We recommend adding this to a migration script and run it via alembic.

Querying Embeddings

The vectorizer_relationship provides several ways to work with embeddings:

1. Direct Access to Embeddings

If you access the class property of your model the vectorizer_relationship provide a SQLAlchemy model that you can query directly:

# Get all embeddings
embeddings = session.query(BlogPost.content_embeddings).all()

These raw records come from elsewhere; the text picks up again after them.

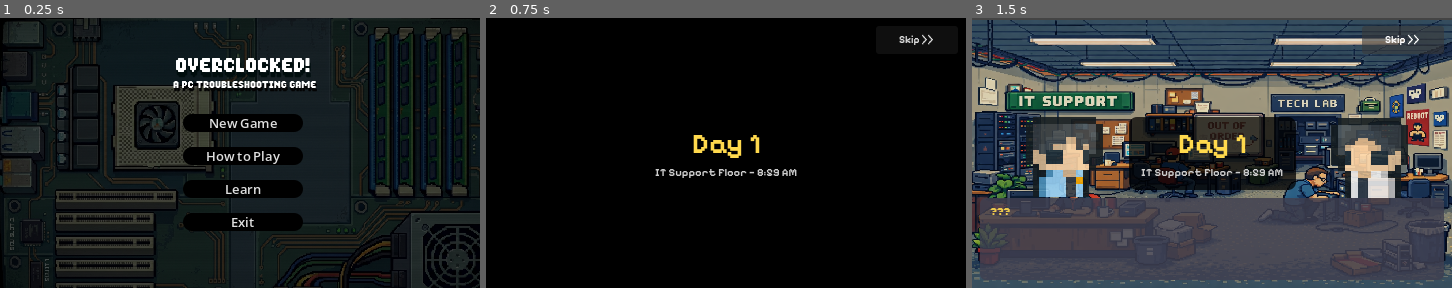
Above: before the commit, frames 1-3 (left to right).
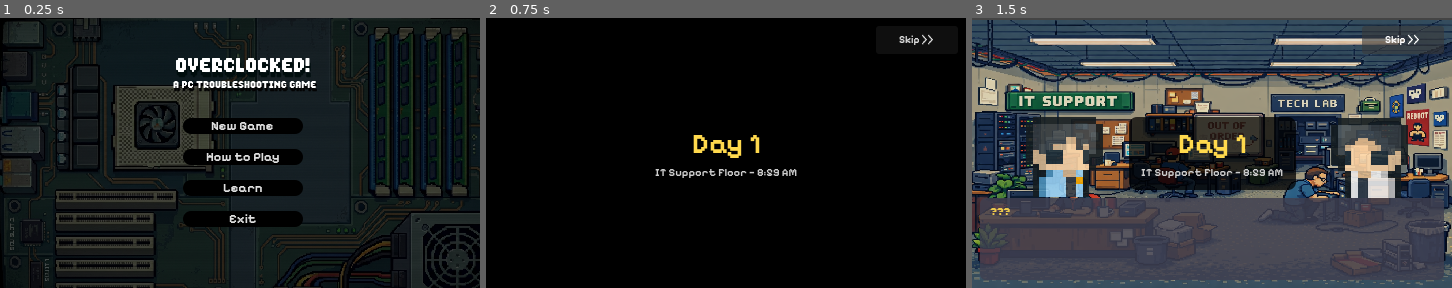
Above: after the commit, the same moments.

Repository: Raikosuu/Full-Tech-Panic_Public
Game: Godot game, scene res://scenes/main_menu.tscn
The game is run twice, just before and just after one commit, with the same random seed, the same clock (stepped at 60 frames per second) and the same inputs.
Inputs:
- Up to frame 1 (0.25 s): no input
- Up to frame 2 (0.75 s): click "New Game" at 0.5 s
- Up to frame 3 (1.5 s): click "Skip >>" at 1.25 s

The runs differ from the first frame. In frame 1, 2.2% of the frame differs, in the area x 38-64%, y 35-79%; in frame 2, nothing differs; in frame 3, nothing differs.

Commit message:
font update on minigames

Diff:
--- a/scenes/main_menu.tscn
+++ b/scenes/main_menu.tscn
@@ -4,6 +4,7 @@
 [ext_resource type="Texture2D" uid="uid://iglnpyxbxdqh" path="res://mainmenu/graphics/mainmenu bg.png" id="1_l6cm7"]
 [ext_resource type="FontFile" uid="uid://can2uc4aidbtp" path="res://mainmenu/font/PixelGamer-Regular.otf" id="2_ekxnf"]
 [ext_resource type="Texture2D" uid="uid://jof4loc0tlbx" path="res://mainmenu/graphics/settings.png" id="2_wu84c"]
+[ext_resource type="FontFile" uid="uid://castux4fucj02" path="res://assets/fonts/Pixelify_Sans/static/PixelifySans-Bold.ttf" id="4_rtw2f"]
 [ext_resource type="Script" uid="uid://ctnipvdu4axmc" path="res://mainmenu/scripts/audio_control.gd" id="6_rtw2f"]
 
 [sub_resource type="StyleBoxTexture" id="StyleBoxTexture_ekxnf"]
@@ -135,6 +136,7 @@
 
 [node name="New Game" type="Button" parent="Panel/MainButtons" unique_id=892148338]
 layout_mode = 2
+theme_override_fonts/font = ExtResource("4_rtw2f")
 theme_override_font_sizes/font_size = 13
 theme_override_styles/normal = SubResource("StyleBoxFlat_l6cm7")
 theme_override_styles/pressed = SubResource("StyleBoxFlat_oa1go")
@@ -144,6 +146,7 @@
 
 [node name="Continue" type="Button" parent="Panel/MainButtons" unique_id=713298395]
 layout_mode = 2
+theme_override_fonts/font = ExtResource("4_rtw2f")
 theme_override_font_sizes/font_size = 13
 theme_override_styles/normal = SubResource("StyleBoxFlat_l6cm7")
 theme_override_styles/pressed = SubResource("StyleBoxFlat_oa1go")
@@ -153,6 +156,7 @@
 
 [node name="How to Play" type="Button" parent="Panel/MainButtons" unique_id=1274390603]
 layout_mode = 2
+theme_override_fonts/font = ExtResource("4_rtw2f")
 theme_override_font_sizes/font_size = 13
 theme_override_styles/normal = SubResource("StyleBoxFlat_ekxnf")
 theme_override_styles/pressed = SubResource("StyleBoxFlat_jk1qb")
@@ -161,6 +165,7 @@
 
 [node name="Learn" type="Button" parent="Panel/MainButtons" unique_id=472298394]
 layout_mode = 2
+theme_override_fonts/font = ExtResource("4_rtw2f")
 theme_override_font_sizes/font_size = 13
 theme_override_styles/normal = SubResource("StyleBoxFlat_bqqt6")
 theme_override_styles/pressed = SubResource("StyleBoxFlat_lgwnu")
@@ -169,6 +174,7 @@
 
 [node name="Exit" type="Button" parent="Panel/MainButtons" unique_id=1077006095]
 layout_mode = 2
+theme_override_fonts/font = ExtResource("4_rtw2f")
 theme_override_font_sizes/font_size = 13
 theme_override_styles/normal = SubResource("StyleBoxFlat_wu84c")
 theme_override_styles/pressed = SubResource("StyleBoxFlat_8ln24")
--- a/scenes/minigame3_rj45.tscn
+++ b/scenes/minigame3_rj45.tscn
@@ -110,12 +110,14 @@
 layout_mode = 2
 size_flags_horizontal = 3
 theme_override_colors/font_color = Color(0.85, 0.85, 0.95, 1)
+theme_override_fonts/font = ExtResource("5_1t7fo")
 theme_override_font_sizes/font_size = 10
 text = "RJ45 Crimping — T568-B Standard"
 
 [node name="TimerLabel" type="Label" parent="UI/Root/MainLayout/TopBar" unique_id=1538755211]
 layout_mode = 2
 theme_override_colors/font_color = Color(0.9, 0.7, 0.2, 1)
+theme_override_fonts/font = ExtResource("5_1t7fo")
 theme_override_font_sizes/font_size = 10
 text = "1:30"
 horizontal_alignment = 2
@@ -144,54 +146,63 @@
 [node name="CardTitle" type="Label" parent="UI/Root/MainLayout/ContentRow/ReferenceCard/VBox" unique_id=350213260]
 layout_mode = 2
 theme_override_colors/font_color = Color(0.7, 0.8, 1, 1)
+theme_override_fonts/font = ExtResource("5_1t7fo")
 theme_override_font_sizes/font_size = 7
 text = "T568-B Order"
 
 [node name="Pin1" type="Label" parent="UI/Root/MainLayout/ContentRow/ReferenceCard/VBox" unique_id=780452926]
 layout_mode = 2
 theme_override_colors/font_color = Color(1, 0.75, 0.45, 1)
+theme_override_fonts/font = ExtResource("5_1t7fo")
 theme_override_font_sizes/font_size = 7
 text = "1  W/Orange"
 
 [node name="Pin2" type="Label" parent="UI/Root/MainLayout/ContentRow/ReferenceCard/VBox" unique_id=1056853489]
 layout_mode = 2
 theme_override_colors/font_color = Color(1, 0.5, 0.1, 1)
+theme_override_fonts/font = ExtResource("5_1t7fo")
 theme_override_font_sizes/font_size = 7
 text = "2  Orange"
 
 [node name="Pin3" type="Label" parent="UI/Root/MainLayout/ContentRow/ReferenceCard/VBox" unique_id=2022851619]
 layout_mode = 2
 theme_override_colors/font_color = Color(0.4, 0.9, 0.5, 1)
+theme_override_fonts/font = ExtResource("5_1t7fo")
 theme_override_font_sizes/font_size = 7
 text = "3  W/Green"
 
 [node name="Pin4" type="Label" parent="UI/Root/MainLayout/ContentRow/ReferenceCard/VBox" unique_id=550855009]
 layout_mode = 2
 theme_override_colors/font_color = Color(0.4, 0.6, 1, 1)
+theme_override_fonts/font = ExtResource("5_1t7fo")
 theme_override_font_sizes/font_size = 7
 text = "4  Blue"
 
 [node name="Pin5" type="Label" parent="UI/Root/MainLayout/ContentRow/ReferenceCard/VBox" unique_id=1789847324]
 layout_mode = 2
 theme_override_colors/font_color = Color(0.7, 0.8, 1, 1)
+theme_override_fonts/font = ExtResource("5_1t7fo")
 theme_override_font_sizes/font_size = 7
 text = "5  W/Blue"
 
 [node name="Pin6" type="Label" parent="UI/Root/MainLayout/ContentRow/ReferenceCard/VBox" unique_id=1445376577]
 layout_mode = 2
 theme_override_colors/font_color = Color(0.2, 0.85, 0.3, 1)
+theme_override_fonts/font = ExtResource("5_1t7fo")
 theme_override_font_sizes/font_size = 7
 text = "6  Green"
 
 [node name="Pin7" type="Label" parent="UI/Root/MainLayout/ContentRow/ReferenceCard/VBox" unique_id=1245570722]
 layout_mode = 2
 theme_override_colors/font_color = Color(0.85, 0.65, 0.4, 1)
+theme_override_fonts/font = ExtResource("5_1t7fo")
 theme_override_font_sizes/font_size = 7
 text = "7  W/Brown"
 
 [node name="Pin8" type="Label" parent="UI/Root/MainLayout/ContentRow/ReferenceCard/VBox" unique_id=1398877587]
 layout_mode = 2
 theme_override_colors/font_color = Color(0.65, 0.35, 0.1, 1)
+theme_override_fonts/font = ExtResource("5_1t7fo")
 theme_override_font_sizes/font_size = 7
 text = "8  Brown"
 
@@ -229,6 +240,7 @@
 anchor_right = 1.0
 anchor_bottom = 1.0
 theme_override_colors/font_color = Color(0.45, 0.45, 0.55, 1)
+theme_override_fonts/font = ExtResource("5_1t7fo")
 theme_override_font_sizes/font_size = 7
 text = "[ RJ45 — replace with sprite ]"
 horizontal_alignment = 1
@@ -244,6 +256,7 @@
 custom_minimum_size = Vector2(44, 48)
 layout_mode = 2
 theme_override_colors/font_color = Color(1, 0.95, 0.85, 1)
+theme_override_fonts/font = ExtResource("5_1t7fo")
 theme_override_font_sizes/font_size = 9
 theme_override_styles/normal = SubResource("StyleBoxFlat_crimp")
 theme_override_styles/pressed = SubResource("StyleBoxFlat_crimp")
@@ -253,6 +266,7 @@
 [node name="Feedback" type="Label" parent="UI/Root/MainLayout/ContentRow/WorkArea/Crimper/VBox" unique_id=149304362]
 layout_mode = 2
 theme_override_colors/font_color = Color(0.75, 0.85, 1, 1)
+theme_override_fonts/font = ExtResource("5_1t7fo")
 theme_override_font_sizes/font_size = 8
 text = "Arrange wires in T568-B order, then crimp!"
 horizontal_alignment = 1
@@ -270,6 +284,7 @@
 [node name="TrayLabel" type="Label" parent="UI/Root/MainLayout/ContentRow/WorkArea/Tray/VBox" unique_id=824769170]
 layout_mode = 2
 theme_override_colors/font_color = Color(0.55, 0.6, 0.7, 1)
+theme_override_fonts/font = ExtResource("5_1t7fo")
 theme_override_font_sizes/font_size = 7
 text = "Available wires — drag to slots above"
 horizontal_alignment = 1
--- a/scenes/minigame4_rj45a.tscn
+++ b/scenes/minigame4_rj45a.tscn
@@ -110,12 +110,14 @@
 layout_mode = 2
 size_flags_horizontal = 3
 theme_override_colors/font_color = Color(0.85, 0.85, 0.95, 1)
+theme_override_fonts/font = ExtResource("5_gei5t")
 theme_override_font_sizes/font_size = 10
 text = "RJ45 Crimping — T568-A Standard"
 
 [node name="TimerLabel" type="Label" parent="UI/Root/MainLayout/TopBar" unique_id=1538755211]
 layout_mode = 2
 theme_override_colors/font_color = Color(0.9, 0.7, 0.2, 1)
+theme_override_fonts/font = ExtResource("5_gei5t")
 theme_override_font_sizes/font_size = 10
 text = "1:30"
 horizontal_alignment = 2
@@ -144,54 +146,63 @@
 [node name="CardTitle" type="Label" parent="UI/Root/MainLayout/ContentRow/ReferenceCard/VBox" unique_id=350213260]
 layout_mode = 2
 theme_override_colors/font_color = Color(0.7, 0.8, 1, 1)
+theme_override_fonts/font = ExtResource("5_gei5t")
 theme_override_font_sizes/font_size = 7
 text = "T568-A Order"
 
 [node name="Pin3" type="Label" parent="UI/Root/MainLayout/ContentRow/ReferenceCard/VBox" unique_id=2022851619]
 layout_mode = 2
 theme_override_colors/font_color = Color(0.4, 0.9, 0.5, 1)
+theme_override_fonts/font = ExtResource("5_gei5t")
 theme_override_font_sizes/font_size = 7
 text = "1  W/Green"
 
 [node name="Pin6" type="Label" parent="UI/Root/MainLayout/ContentRow/ReferenceCard/VBox" unique_id=1445376577]
 layout_mode = 2
 theme_override_colors/font_color = Color(0.2, 0.85, 0.3, 1)
+theme_override_fonts/font = ExtResource("5_gei5t")
 theme_override_font_sizes/font_size = 7
 text = "2  Green"
 
 [node name="Pin1" type="Label" parent="UI/Root/MainLayout/ContentRow/ReferenceCard/VBox" unique_id=780452926]
 layout_mode = 2
 theme_override_colors/font_color = Color(1, 0.75, 0.45, 1)
+theme_override_fonts/font = ExtResource("5_gei5t")
 theme_override_font_sizes/font_size = 7
 text = "3  W/Orange"
 
 [node name="Pin4" type="Label" parent="UI/Root/MainLayout/ContentRow/ReferenceCard/VBox" unique_id=550855009]
 layout_mode = 2
 theme_override_colors/font_color = Color(0.4, 0.6, 1, 1)
+theme_override_fonts/font = ExtResource("5_gei5t")
 theme_override_font_sizes/font_size = 7
 text = "4  Blue"
 
 [node name="Pin5" type="Label" parent="UI/Root/MainLayout/ContentRow/ReferenceCard/VBox" unique_id=1789847324]
 layout_mode = 2
 theme_override_colors/font_color = Color(0.7, 0.8, 1, 1)
+theme_override_fonts/font = ExtResource("5_gei5t")
 theme_override_font_sizes/font_size = 7
 text = "5  W/Blue"
 
 [node name="Pin2" type="Label" parent="UI/Root/MainLayout/ContentRow/ReferenceCard/VBox" unique_id=1056853489]
 layout_mode = 2
 theme_override_colors/font_color = Color(1, 0.5, 0.1, 1)
+theme_override_fonts/font = ExtResource("5_gei5t")
 theme_override_font_sizes/font_size = 7
 text = "6  Orange"
 
 [node name="Pin7" type="Label" parent="UI/Root/MainLayout/ContentRow/ReferenceCard/VBox" unique_id=1245570722]
 layout_mode = 2
 theme_override_colors/font_color = Color(0.85, 0.65, 0.4, 1)
+theme_override_fonts/font = ExtResource("5_gei5t")
 theme_override_font_sizes/font_size = 7
 text = "7  W/Brown"
 
 [node name="Pin8" type="Label" parent="UI/Root/MainLayout/ContentRow/ReferenceCard/VBox" unique_id=1398877587]
 layout_mode = 2
 theme_override_colors/font_color = Color(0.65, 0.35, 0.1, 1)
+theme_override_fonts/font = ExtResource("5_gei5t")
 theme_override_font_sizes/font_size = 7
 text = "8  Brown"
 
@@ -229,6 +240,7 @@
 anchor_right = 1.0
 anchor_bottom = 1.0
 theme_override_colors/font_color = Color(0.45, 0.45, 0.55, 1)
+theme_override_fonts/font = ExtResource("5_gei5t")
 theme_override_font_sizes/font_size = 7
 text = "[ RJ45 — replace with sprite ]"
 horizontal_alignment = 1
@@ -244,6 +256,7 @@
 custom_minimum_size = Vector2(44, 48)
 layout_mode = 2
 theme_override_colors/font_color = Color(1, 0.95, 0.85, 1)
+theme_override_fonts/font = ExtResource("5_gei5t")
 theme_override_font_sizes/font_size = 9
 theme_override_styles/normal = SubResource("StyleBoxFlat_crimp")
 theme_override_styles/pressed = SubResource("StyleBoxFlat_crimp")
@@ -253,6 +266,7 @@
 [node name="Feedback" type="Label" parent="UI/Root/MainLayout/ContentRow/WorkArea/Crimper/VBox" unique_id=149304362]
 layout_mode = 2
 theme_override_colors/font_color = Color(0.75, 0.85, 1, 1)
+theme_override_fonts/font = ExtResource("5_gei5t")
 theme_override_font_sizes/font_size = 8
 text = "Arrange wires in T568-B order, then crimp!"
 horizontal_alignment = 1
@@ -270,6 +284,7 @@
 [node name="TrayLabel" type="Label" parent="UI/Root/MainLayout/ContentRow/WorkArea/Tray/VBox" unique_id=824769170]
 layout_mode = 2
 theme_override_colors/font_color = Color(0.55, 0.6, 0.7, 1)
+theme_override_fonts/font = ExtResource("5_gei5t")
 theme_override_font_sizes/font_size = 7
 text = "Available wires — drag to slots above"
 horizontal_alignment = 1

# Access embedding properties
for embedding in embeddings:
    print(embedding.embedding)  # The vector embedding
    print(embedding.chunk)      # The text chunk

The model will have the primary key fields of the parent model as well as the following fields:

  • chunk (str): The text chunk that was embedded
  • embedding (Vector): The vector embedding
  • chunk_seq (int): The sequence number of the chunk
  • embedding_uuid (str): The UUID of the embedding
  • parent (ParentModel): The parent model instance

2. Relationship Access

blog_post = session.query(BlogPost).first()
for embedding in blog_post.content_embeddings:
    print(embedding.chunk)

Access the original posts through the parent relationship

for embedding in similar_posts:
    print(embedding.parent.title)

3. Join Queries

You can combine embedding queries with regular SQL queries using the relationship:

results = (
    session.query(BlogPost, BlogPost.content_embeddings)
    .join(BlogPost.content_embeddings)
    .filter(BlogPost.title.ilike("%search term%"))
    .all()
)

for post, embedding in results:
    print(f"Title: {post.title}")
    print(f"Chunk: {embedding.chunk}")

Working with alembic

Excluding managed tables

The vectorizer_relationship generates a new SQLAlchemy model, that is available under the attribute that you specify. If you are using alembic's autogenerate functionality to generate migrations, you will need to exclude these models from the autogenerate process. These are added to a list in your metadata called pgai_managed_tables and you can exclude them by adding the following to your env.py:

def include_object(object, name, type_, reflected, compare_to):
    if type_ == "table" and name in target_metadata.info.get("pgai_managed_tables", set()):
        return False
    return True

context.configure(
      connection=connection,
      target_metadata=target_metadata,
      include_object=include_object
  )

This should now prevent alembic from generating tables for these models when you run alembic revision --autogenerate.

Creating vectorizers

pgai provides native Alembic operations for managing vectorizers. For them to work you need to run register_operations in your env.py file. Which registers the pgai operations under the global op context:

from pgai.alembic import register_operations

register_operations()

Then you can use the create_vectorizer operation to create a vectorizer for your model. As well as the drop_vectorizer operation to remove it.

from alembic import op
from pgai.vectorizer.configuration import (
    OpenAIConfig,
    CharacterTextSplitterConfig,
    PythonTemplateConfig
)


def upgrade() -> None:
    op.create_vectorizer(
        source="blog",
        target_table='blog_embeddings',
        embedding=OpenAIConfig(
            model='text-embedding-3-small',
            dimensions=768
        ),
        chunking=CharacterTextSplitterConfig(
            chunk_column='content',
            chunk_size=800,
            chunk_overlap=400,
            separator='.',
            is_separator_regex=False
        ),
        formatting=PythonTemplateConfig(template='$title - $chunk')
    )


def downgrade() -> None:
    op.drop_vectorizer(target_table_name="blog_embeddings", drop_all=True)

The create_vectorizer operation supports all configuration options available in the SQL API.